Шрифт:
Закладка:
Размышления в этом направлении открывали два возможных сценария. Первый, который казался более вероятным Бетману и его коллегам, заключался в том, что русские воздержатся от вмешательства и предоставят австрийцам самим разобраться в своем конфликте с Сербией, возможно, позже вмешавшись дипломатически совместно с одной или несколькими другими державами. Второй сценарий, который считался менее вероятным, заключался в том, что русские будут отрицать легитимность австрийских обвинений в адрес Сербии, проигнорируют незавершенность своей собственной программы перевооружения и, тем не менее, вмешаются. Именно на этом втором сценарии срабатывала аргументация в пользу превентивной войны: если война все равно должна будет начаться, лучше было бы начать ее сейчас.

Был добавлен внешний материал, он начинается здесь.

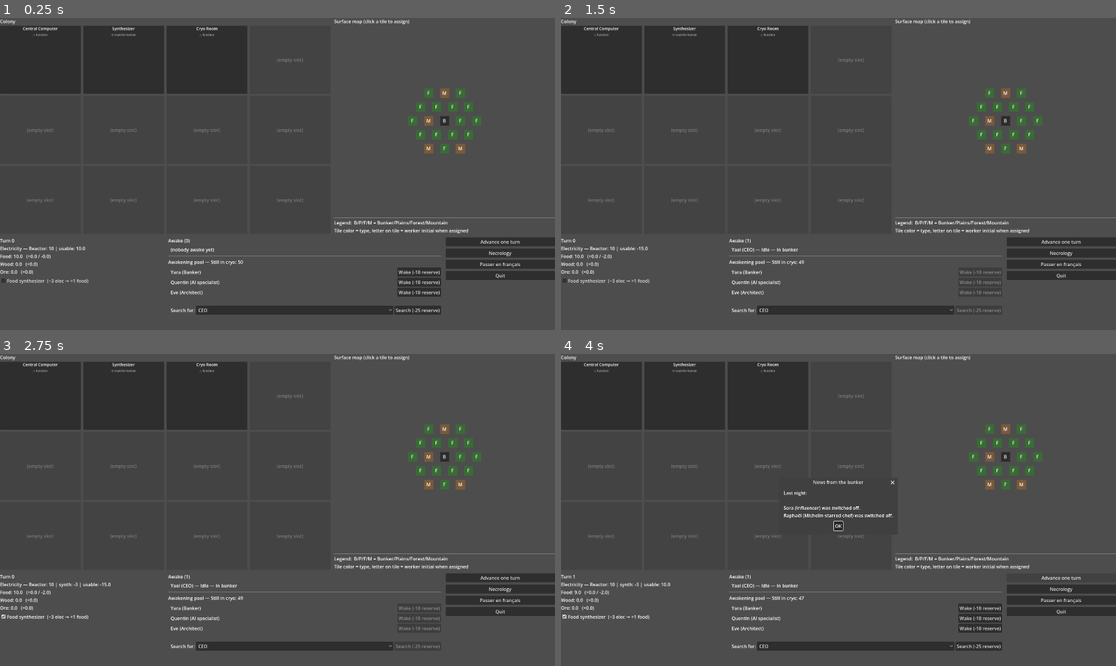
Above: before the commit, frames 1-4 (two rows, left to right).
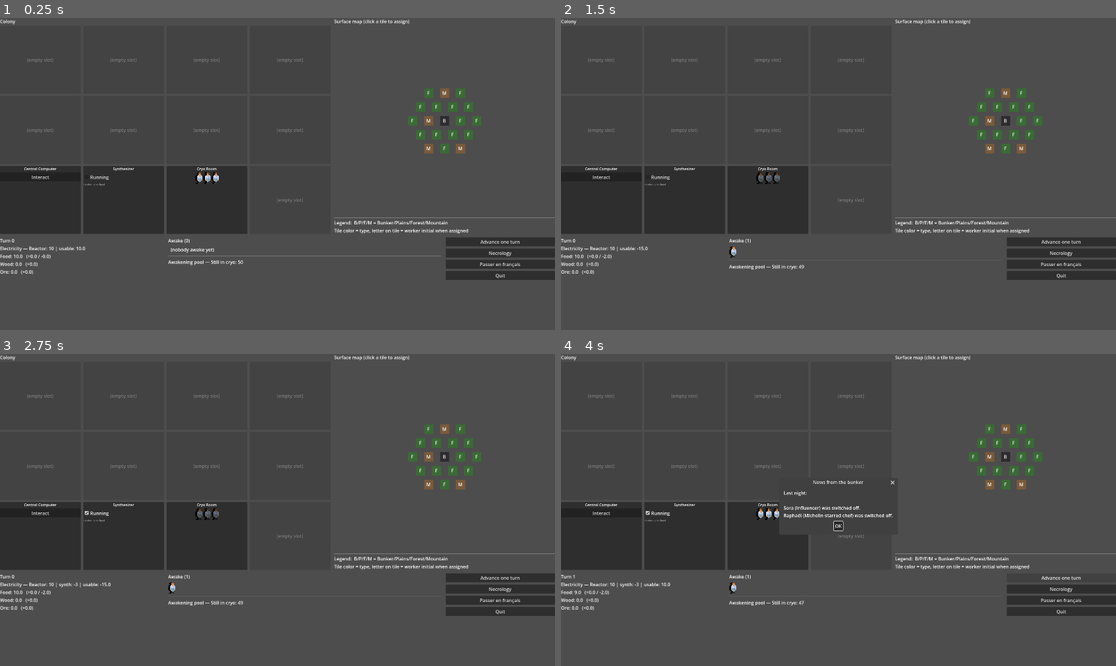
Above: after the commit, the same moments.

Repository: Infornographie/degel
Game: Godot game, scene res://scenes/main_ui.tscn
Two runs of this game, one before a commit and one after it. Both use one fixed random seed, a clock stepped at 60 frames per second and the inputs below.
Inputs (mouse positions are in pixels of both pictures, inside the frame that each line leads up to):
- Up to frame 1 (0.25 s): no input
- Up to frame 2 (1.5 s): click (599, 177) at 0.5 s, where only the run after the commit has a clickable "Interact"; click "Search (-25 reserve)" at 1.25 s
- Up to frame 3 (2.75 s): click "Food synthesizer (−3 elec → +…" (after the commit: "Running") at 2 s
- Up to frame 4 (4 s): click (855, 647) at 2.75 s, where only the run before the commit has a clickable "CEO"; click "Advance one turn" at 3.5 s

The runs differ from the first frame. In frame 1, 3.0% of the frame differs, in the area x 0-80%, y 2-96%; in frame 2, 2.7%; in frame 3, 2.7%; in frame 4, 3.4%.

Commit message:
Upgrading new UI
- adjustments to UI
- first placeholder asset for generic survivor!

Diff:
--- a/localization/translations.csv
+++ b/localization/translations.csv
@@ -78,3 +78,8 @@
 BUILDING_SYNTHESIZER,Synthétiseur,Synthesizer
 BTN_QUIT,Quitter,Quit
 BTN_TOGGLE_LANG,Switch to english,Passer en français
+BTN_COMPUTER_INTERACT,Interagir,Interact
+BTN_COMPUTER_CHAT,Discuter avec l'ordinateur,Talk to the computer
+LABEL_SYNTH_RUNNING,En marche,Running
+LABEL_SYNTH_INFO,−3 élec → +1 nourriture,−3 elec → +1 food
+POPUP_COMPUTER_TITLE,Ordinateur central,Central Computer
--- a/scenes/main_ui.gd
+++ b/scenes/main_ui.gd
@@ -20,21 +20,18 @@
 var _resources_section: VBoxContainer
 var _famine_label: Label
 var _awake_header: Label
-var _awake_list: VBoxContainer
+var _awake_list: HBoxContainer
 var _asleep_header: Label
 var _asleep_list: VBoxContainer
 var _advance_button: Button
 var _status_label: Label
 var _map_container: Control
-var _targeted_selector: OptionButton
-var _targeted_status: Label
 var _tile_popup: PopupMenu
 var _popup_tile_key: String = ""
 # id dans le sous-menu (encodé : survivor_id * 100 + job_id) → (survivor_id, job_id)
 var _popup_submenus: Array[PopupMenu] = []
-var _synth_checkbox: CheckBox
 var _colony_grid: GridContainer
-const COLONY_SLOTS: int = 12
+const COLONY_SLOTS: int = 8
 
 func _ready() -> void:
 	_build_ui()
@@ -44,7 +41,6 @@
 	GameState.survivor_assigned.connect(_refresh)
 	GameState.candidates_changed.connect(_refresh)
 	GameState.tile_assignment_changed.connect(_refresh)
-	GameState.targeted_wake_failed.connect(_on_targeted_wake_failed)
 	GameState.run_ended.connect(_on_run_ended)
 	GameState.nightly_deaths.connect(_on_nightly_deaths)
 	# On cache l'UI le temps que le layout se calcule
@@ -128,15 +124,12 @@
 func _build_resources_section(parent: VBoxContainer) -> void:
 	_resources_section = VBoxContainer.new()
 	parent.add_child(_resources_section)
-	_synth_checkbox = CheckBox.new()
-	_synth_checkbox.text = tr("LABEL_SYNTH_TOGGLE")
-	_synth_checkbox.toggled.connect(_on_synth_toggled)
-	parent.add_child(_synth_checkbox)
 	_famine_label = _add_label(parent, "")
 
 func _build_survivors_section(parent: VBoxContainer) -> void:
 	_awake_header = _add_label(parent, tr("LABEL_AWAKE") % 0)
-	_awake_list = VBoxContainer.new()
+	_awake_list = HBoxContainer.new()
+	_awake_list.add_theme_constant_override("separation", 8)
 	_awake_list.size_flags_horizontal = Control.SIZE_EXPAND_FILL
 	parent.add_child(_awake_list)
 	parent.add_child(HSeparator.new())
@@ -207,17 +200,105 @@
 		return
 	for child in _colony_grid.get_children():
 		child.queue_free()
-	# Les starter buildings d'abord, puis les autres
-	var occupied: Array[Building] = []
+	# On range : starters d'abord (dans un ordre fixe), puis non-starters, puis vides
+	var ordered: Array[Building] = []
+	# Ordre voulu pour les starters : computer, synth, cryo (en bas à gauche du quadrant)
+	# Pour qu'ils tombent aux slots 8, 9, 10 d'une grille 4×3, on positionne en remplissant 0-7 d'abord
+	# On simplifie : on les met en début pour l'instant et on placera autrement si besoin
+	var computer: Building = _find_starter("computer")
+	var synth: Building = _find_starter("synthesizer")
+	var cryo: Building = _find_starter("cryo_room")
+	# Slots 0 à 7 = vides
+	for i in 8:
+		_add_empty_slot()
+	# Slots 8, 9, 10 = bunker
+	if computer != null: _add_computer_slot(computer)
+	else: _add_empty_slot()
+	if synth != null: _add_synth_slot(synth)
+	else: _add_empty_slot()
+	if cryo != null: _add_cryo_slot(cryo)
+	else: _add_empty_slot()
+	# Slot 11 = vide
+	_add_empty_slot()
+
+func _find_starter(id: String) -> Building:
 	for b in GameState.buildings:
-		if b.config.is_starter:
-			occupied.append(b)
+		if b.config.id == id:
+			return b
+	return null
+
+func _add_computer_slot(b: Building) -> void:
+	var panel := _new_slot_panel()
+	_colony_grid.add_child(panel)
+	var vbox := VBoxContainer.new()
+	vbox.add_theme_constant_override("separation", 4)
+	panel.add_child(vbox)
+	vbox.add_child(_slot_title(tr(b.config.name_key)))
+	var btn := Button.new()
+	btn.text = tr("BTN_COMPUTER_INTERACT")
+	btn.pressed.connect(_on_computer_pressed)
+	vbox.add_child(btn)
+
+func _add_synth_slot(b: Building) -> void:
+	var panel := _new_slot_panel()
+	_colony_grid.add_child(panel)
+	var vbox := VBoxContainer.new()
+	vbox.add_theme_constant_override("separation", 4)
+	panel.add_child(vbox)
+	vbox.add_child(_slot_title(tr(b.config.name_key)))
+	var checkbox := CheckBox.new()
+	checkbox.text = tr("LABEL_SYNTH_RUNNING")
+	checkbox.set_pressed_no_signal(GameState.synth_on)
+	checkbox.toggled.connect(_on_synth_toggled)
+	vbox.add_child(checkbox)
+	var info := Label.new()
+	info.text = tr("LABEL_SYNTH_INFO")
+	info.add_theme_font_size_override("font_size", 9)
+	info.modulate = Color(0.7, 0.7, 0.7)
+	vbox.add_child(info)
+
+func _add_cryo_slot(b: Building) -> void:
+	var panel := _new_slot_panel()
+	_colony_grid.add_child(panel)
+	var vbox := VBoxContainer.new()
+	vbox.add_theme_constant_override("separation", 4)
+	panel.add_child(vbox)
+	vbox.add_child(_slot_title(tr(b.config.name_key)))
+	var sprites_row := HBoxContainer.new()
+	sprites_row.add_theme_constant_override("separation", 4)
+	sprites_row.alignment = BoxContainer.ALIGNMENT_CENTER
+	vbox.add_child(sprites_row)
+	for cid in GameState.candidates:
+		var s: Survivor = GameState.roster.get_by_id(cid)
+		if s == null:
+			continue
+		sprites_row.add_child(_make_candidate_card(s))
+
+func _new_slot_panel() -> PanelContainer:
+	var panel := PanelContainer.new()
+	panel.size_flags_horizontal = Control.SIZE_EXPAND_FILL
+	panel.size_flags_vertical = Control.SIZE_EXPAND_FILL
+	panel.custom_minimum_size = Vector2(140, 100)
+	return panel
+
+func _slot_title(text: String) -> Label:
+	var label := Label.new()
+	label.text = text
+	label.horizontal_alignment = HORIZONTAL_ALIGNMENT_CENTER
+	label.add_theme_font_size_override("font_size", 13)
+	return label
+
+func _draw_colony_slots() -> void:
+	for child in _colony_grid.get_children():
+		child.queue_free()
+	# Bâtiments non-starter à afficher dans la grille libre
+	var non_starter: Array[Building] = []
 	for b in GameState.buildings:
 		if not b.config.is_starter:
-			occupied.append(b)
+			non_starter.append(b)
 	for i in COLONY_SLOTS:
-		if i < occupied.size():
-			_add_building_slot(occupied[i])
+		if i < non_starter.size():
+			_add_building_slot(non_starter[i])
 		else:
 			_add_empty_slot()
 
@@ -444,9 +525,6 @@
 	_add_label(_resources_section, tr("LABEL_ORE") % [
 		GameState.resources["ore"], ore_income])
 
-	if _synth_checkbox != null:
-		_synth_checkbox.set_pressed_no_signal(GameState.synth_on)
-
 func _aggregate_production(resource_name: String) -> float:
 	var total: float = 0.0
 	for s in GameState.awake_survivors():
@@ -461,7 +539,6 @@
 		child.queue_free()
 	for child in _asleep_list.get_children():
 		child.queue_free()
-
 	var awake_count := 0
 	for s in GameState.survivors():
 		if s.awake:
@@ -470,31 +547,22 @@
 	_awake_header.text = tr("LABEL_AWAKE") % awake_count
 	if awake_count == 0:
 		_add_label(_awake_list, tr("LABEL_NOBODY_AWAKE"))
-
 	var sleeping_count: int = GameState.roster.sleeping_count()
 	_asleep_header.text = tr("LABEL_ASLEEP_HEADER") % sleeping_count
-	if sleeping_count == 0:
-		_add_label(_asleep_list, tr("LABEL_CRYO_EMPTY"))
-	else:
-		for id in GameState.candidates:
-			var s: Survivor = GameState.roster.get_by_id(id)
-			if s != null:
-				_add_candidate_row(s)
-		_add_label(_asleep_list, "")
-		_add_targeted_search_row()
 
 func _add_awake_row(s: Survivor) -> void:
-	var row := HBoxContainer.new()
-	row.size_flags_horizontal = Control.SIZE_EXPAND_FILL
-	_awake_list.add_child(row)
-
 	var location := tr("LABEL_IN_BUNKER") if s.tile_key == "" else tr("LABEL_AT_TILE") + _format_tile_label(s.tile_key)
 	var prod := _format_output(s)
-	var prod_suffix := "  →  " + prod if prod != "" else ""
-	var label := Label.new()
-	label.text = "  %s (%s) — %s — %s%s" % [s.name, tr(s.profession), _job_label(s.job), location, prod_suffix]
-	label.size_flags_horizontal = Control.SIZE_EXPAND_FILL
-	row.add_child(label)
+	var tooltip := "%s\n%s\n%s — %s" % [
+		s.name,
+		tr(s.profession),
+		_job_label(s.job),
+		location,
+	]
+	if prod != "":
+		tooltip += "\n\n→ " + prod
+	var sprite := _make_survivor_sprite(s, tooltip)
+	_awake_list.add_child(sprite)
 
 func _format_output(s: Survivor) -> String:
 	var out: Dictionary = GameState.get_survivor_output(s)
@@ -512,56 +580,8 @@
 	var type_key: String = "TILE_TYPE_" + HexTile.Type.keys()[tile.type]
 	return "%s (%d,%d)" % [tr(type_key), tile.q, tile.r]
 
-func _add_candidate_row(s: Survivor) -> void:
-	var row := HBoxContainer.new()
-	row.size_flags_horizontal = Control.SIZE_EXPAND_FILL
-	_asleep_list.add_child(row)
-	var label := Label.new()
-	label.text = "  %s (%s)" % [s.name, tr(s.profession)]
-	label.size_flags_horizontal = Control.SIZE_EXPAND_FILL
-	row.add_child(label)
-	var btn := Button.new()
-	btn.text = tr("BTN_WAKE") % GameState.config.wake_cost
-	btn.disabled = not GameState.can_wake(s.id)
-	var sid := s.id
-	btn.pressed.connect(func(): GameState.wake(sid))
-	row.add_child(btn)
-
-func _add_targeted_search_row() -> void:
-	var row := HBoxContainer.new()
-	row.size_flags_horizontal = Control.SIZE_EXPAND_FILL
-	_asleep_list.add_child(row)
-	var label := Label.new()
-	label.text = tr("LABEL_SEARCH_FOR")
-	row.add_child(label)
-	_targeted_selector = OptionButton.new()
-	for prof in GameState.roster.all_professions():
-		_targeted_selector.add_item(tr(prof))
-		_targeted_selector.set_item_metadata(_targeted_selector.item_count - 1, prof)
-	_targeted_selector.size_flags_horizontal = Control.SIZE_EXPAND_FILL
-	row.add_child(_targeted_selector)
-	var btn := Button.new()
-	btn.text = tr("BTN_SEARCH") % GameState.config.wake_cost_targeted
-	btn.disabled = not GameState.can_targeted_wake()
-	btn.pressed.connect(_on_targeted_search_pressed)
-	row.add_child(btn)
-	_targeted_status = _add_label(_asleep_list, "")
-
-func _on_targeted_search_pressed() -> void:
-	if _targeted_selector == null:
-		return
-	var idx := _targeted_selector.selected
-	if idx < 0:
-		return
-	var profession: String = _targeted_selector.get_item_metadata(idx)
-	GameState.targeted_wake(profession)
-
 func _on_advance_pressed() -> void:
 	GameState.advance_turn()
-
-func _on_targeted_wake_failed(profession: String) -> void:
-	if _targeted_status != null:
-		_targeted_status.text = tr("SEARCH_FAILED") % profession
 
 func _on_run_ended(cause: GameState.EndCause) -> void:
 	var label := ""
@@ -626,3 +646,75 @@
 		"wood": return tr("RESOURCE_WOOD")
 		"ore": return tr("RESOURCE_ORE")
 		_: return resource_name
+
+func _make_candidate_card(s: Survivor) -> Control:
+	var tooltip := "%s\n%s\n\n%s" % [
+		s.name,
+		tr(s.profession),
+		tr("BTN_WAKE") % GameState.config.wake_cost,
+	]
+	var sprite := _make_survivor_sprite(s, tooltip)
+	# Clic = wake direct
+	if GameState.can_wake(s.id):
+		var sid := s.id
+		sprite.gui_input.connect(func(event: InputEvent):
+			if event is InputEventMouseButton and event.pressed and event.button_index == MOUSE_BUTTON_LEFT:
+				GameState.wake(sid))
+		sprite.mouse_default_cursor_shape = Control.CURSOR_POINTING_HAND
+	else:
+		sprite.modulate = Color(0.5, 0.5, 0.5)  # grisé si pas wake-able
+	return sprite
+
+func _on_computer_pressed() -> void:
+	var dialog := AcceptDialog.new()
+	dialog.title = tr("POPUP_COMPUTER_TITLE")
+	add_child(dialog)
+	var vbox := VBoxContainer.new()
+	vbox.add_theme_constant_override("separation", 8)
+	dialog.add_child(vbox)
+	# Recherche ciblée
+	var search_row := HBoxContainer.new()
+	vbox.add_child(search_row)
+	search_row.add_child(_make_label(tr("LABEL_SEARCH_FOR")))
+	var selector := OptionButton.new()
+	for prof in GameState.roster.all_professions():
+		selector.add_item(tr(prof))
+		selector.set_item_metadata(selector.item_count - 1, prof)
+	search_row.add_child(selector)
+	var search_btn := Button.new()
+	search_btn.text = tr("BTN_SEARCH") % GameState.config.wake_cost_targeted
+	search_btn.disabled = not GameState.can_targeted_wake()
+	search_btn.pressed.connect(func():
+		var idx := selector.selected
+		if idx < 0: return
+		var profession: String = selector.get_item_metadata(idx)
+		GameState.targeted_wake(profession)
+		dialog.queue_free())
+	search_row.add_child(search_btn)
+	# Bouton "discuter" en placeholder
+	var chat_btn := Button.new()
+	chat_btn.text = tr("BTN_COMPUTER_CHAT")
+	chat_btn.disabled = true
+	vbox.add_child(chat_btn)
+	dialog.popup_centered()
+	dialog.confirmed.connect(dialog.queue_free)
+	dialog.canceled.connect(dialog.queue_free)
+
+func _make_label(text: String) -> Label:
+	var label := Label.new()
+	label.text = text
+	return label
+
+const SURVIVOR_SPRITE_PATH := "res://assets/survivors/generic.png"
+const SURVIVOR_SPRITE_SCALE := 3
+
+func _make_survivor_sprite(s: Survivor, tooltip_text: String) -> TextureRect:
+	var sprite := TextureRect.new()
+	sprite.texture = load(SURVIVOR_SPRITE_PATH)
+	sprite.stretch_mode = TextureRect.STRETCH_KEEP_ASPECT_CENTERED
+	sprite.texture_filter = CanvasItem.TEXTURE_FILTER_NEAREST  # pour pixel art net
+	var tex_size: Vector2 = (sprite.texture as Texture2D).get_size()
+	sprite.custom_minimum_size = tex_size * SURVIVOR_SPRITE_SCALE
+	sprite.tooltip_text = tooltip_text
+	sprite.mouse_filter = Control.MOUSE_FILTER_STOP  # pour que le hover/clic marche
+	return sprite
Binary file added: assets/survivors/generic.png
Not shown, added: assets/survivors/generic.png.import
Not shown, added: assets/survivors/generic.pxo

В основе этих расчетов лежала глубокая и, как мы можем видеть ретроспективно, ошибочная уверенность, что русские вряд ли вмешаются. Нетрудно найти причины настолько грубого непонимания уровня риска. Принятие Россией австрийского ультиматума в октябре 1913 года свидетельствовало в пользу подобной уверенности. Кроме того, существовало уже упоминавшееся и глубоко укоренившееся убеждение, что время было на стороне России. Сами убийства рассматривались в Берлине как посягательства на монархические принципы, инспирированные изнутри политической культуры с сильной склонностью к цареубийству (мнение, которое также можно найти в некоторых публикациях британской прессы). Какими бы сильными ни были панславянские симпатии России, было трудно представить, чтобы царь встал «на сторону цареубийц», как неоднократно отмечал кайзер. Ко всему этому мы должны добавить извечную проблему считывания намерений российской исполнительной власти. Немцы не имели представления, в какой степени австро-сербский конфликт уже был встроен в систему стратегического мышления франко-российского альянса. Они не понимали, насколько эти две западные державы безразличны к вопросу о том, кто спровоцировал конфликт.
Более того, немцы еще не осознали, какое значение имело отстранение Коковцова от должности председателя Совета министров и не понимали баланса сил в новом Совете министров. В этом они были не одиноки – британские дипломаты также бились над вопросом, что представляет собой новая команда русских министров, и пришли к совершенно неверному выводу, что влияние антивоенных консерваторов, таких как Коковцов и Дурново, снова возросло. В Париже даже возникли опасения, что «прогерманская» фракция во главе с Сергеем Витте, возможно, вот-вот обеспечит себе контроль над политикой[1315]. Непрозрачность системы затрудняла (так же, как и во многих предыдущих случаях) оценку рисков. В то же время недавний опыт тесного сотрудничества Берлина с Лондоном по балканским вопросам свидетельствовал о том, что Англия вполне могла – несмотря на последние военно-морские переговоры – понять точку зрения Берлина и потребовать от Санкт-Петербурга сдержанности. Это была одна из опасностей разрядки: она побуждала лиц, принимающих решения, недооценивать опасности, возникающие в результате их действий.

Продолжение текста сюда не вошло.